A data breach is when personal or sensitive information is accessed and disclosed to another party without the authorisation of a party involved. This could occur on a large scale, such as the Optus and Medibank data hacks, or a much smaller scale, such as a stolen or lost USB, or an email sent to the wrong person.

The OAIC is the Federal Government’s independent national independent regulator for privacy and freedom of information. Therefore, they are the governing body that handle any privacy complaints and data breaches. The OAIC has the authority to order compensation for financial or non-financial loss in order to remedy any breaches of the Privacy Act 1988 (Cth).

Should you receive a complaint from OAIC, you should consult our team. We have the knowledge and resources to handle complaints in this jurisdiction and defend complaints to avoid the imposition of severe financial penalties or further judicial action. Here at Chamberlains Law Firm, you can book in for a free 15-minute consultation with one of our highly skilled lawyers and they will be able to guide you through the next steps of your complaint.

Amidst the changes to Australian privacy laws following the Optus and Medibank data breaches, the powers of the OAIC have increased, including gaining the ability to request all information about a data breach and impose regulatory action (including financial penalties) depending on its findings.

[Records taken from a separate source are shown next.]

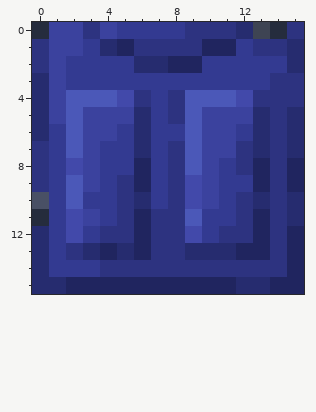
File history of a pixel-art sprite, src/main/resources/assets/doors/block/blue_door_bottom.png. This is how it looked before the edit.
The file is 16x16 pixels. Colours within 5 levels of each other are drawn and written as one.
And afterwards:
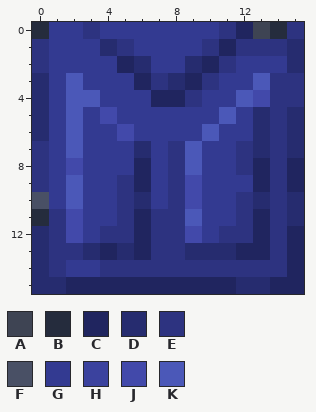
Palette (. is transparent): A #3e4453  B #252c3d  C #20255f  D #262c6f  E #2d3380  F #495065  G #333a91  H #3b429e  J #4249aa  K #4b58b8
Changes in this commit:
@@ x 0..15 @@
- 0 BHHEHGGGGEEEDABE
- 1 EHHGDCEEEECCGEED
- 2 EHGGGGDDCCGGGGGD
- 3 DHGGGGGGGGGGGGEE
- 4 DHKKKJEGEKKKJEEE
- 5 DHKHHHDGEKHHHDED
- 6 DGKHHGDGGKHHGDED
- 7 EGKHGGDGEKHHEDED
- 8 EGJHGGCGEKHGECEC
- 9 EGKHGECGEJHGGCEC
-10 FGKGGEDGEJHGEDED
-11 BGJHGECEEKGGECED
-12 DGJGEECEEJGEECEC
-13 DGEDCDCEEDDDCCEC
-14 DGGGEEEEEEEEEEEC
+ 0 BGGEGGGGGGGECABE
+ 1 EGGGDEGGGGECEEED
+ 2 EGGGGCDGGDCEGGGD
+ 3 DGKGGGCEDCEGGKEE
+ 4 DGKKGGGCCEGGKJEE
+ 5 DGKGJGGGGGGKGDED
+ 6 DGKGGJGGGGKGGDED
+ 7 EGKGGGDGEKGGEDED
+ 8 EGJGGGCGEKGGECEC
+ 9 EGKGGECGEJGGGCEC
+10 FGKGGEDGEJGGEDED
+11 BEJGGECEEKGGECED
+12 DEJGEECEEJGEECEC
+13 DEEDCDCEEDDDCCEC
+14 DEGGEEEEEEEEEEEC
 15 DDCCCCCCCCCCDDCC
Boxes around the changes in both pictures, in picture pixels (x1, y1, x2, y2):
changed: (49, 22, 270, 277)

You sure can, and it will not be cheap! Following the Optus and Medibank data breaches, the Australian Federal Parliament introduced the Privacy Legislation Amendment (Enforcement and Other Measures) Bill 2022. This increased the maximum penalty to whichever is the greater of:

• $50 million;
• three times the value of any benefit obtained through the misuse of information; or
• 30 per cent of a company’s adjusted turnover in the relevant period

Therefore, it is essential to seek legal advice and ensure that your website and cyber activities are compliant with Australian legislation to avoid these substantial fines.

Workplace Health and Safety laws, regulations and codes of practice were modelled by SafeWork Australia in 2011 for other states and territories to adopt. The underlying principle of the model WHS Act is that, so far as is reasonably practicable, duty holders provide workers with the highest level of health and safety.

This means that a person conducting and undertaking a business, as the duty holder, is required to do whatever is reasonably able to be done at the time to ensure the health and safety of their workers. Employers have notification requirements for notifiable incidents. Notifiable incidents are ones that involve death, serious injury or serious illness to a worker or a dangerous incident that exposes workers to a serious risk.

Under WHS Laws, a person conducting or undertaking a business must report a notifiable incident to WorkSafe by the fastest possible means and keep a record of all notifiable incidents for at least five years. Failure to notify SafeWork of the occurrence of a notifiable incident, keep a record of a notifiable incident or preserve an incident site until an inspector arrives carries large penalties.

Businesses also have to have workers compensation from an insurer to ensure that compensation can be paid to an employee injured at work. If an employee is injured at work, the employer needs to notify the insurance company and complete all relevant documentation.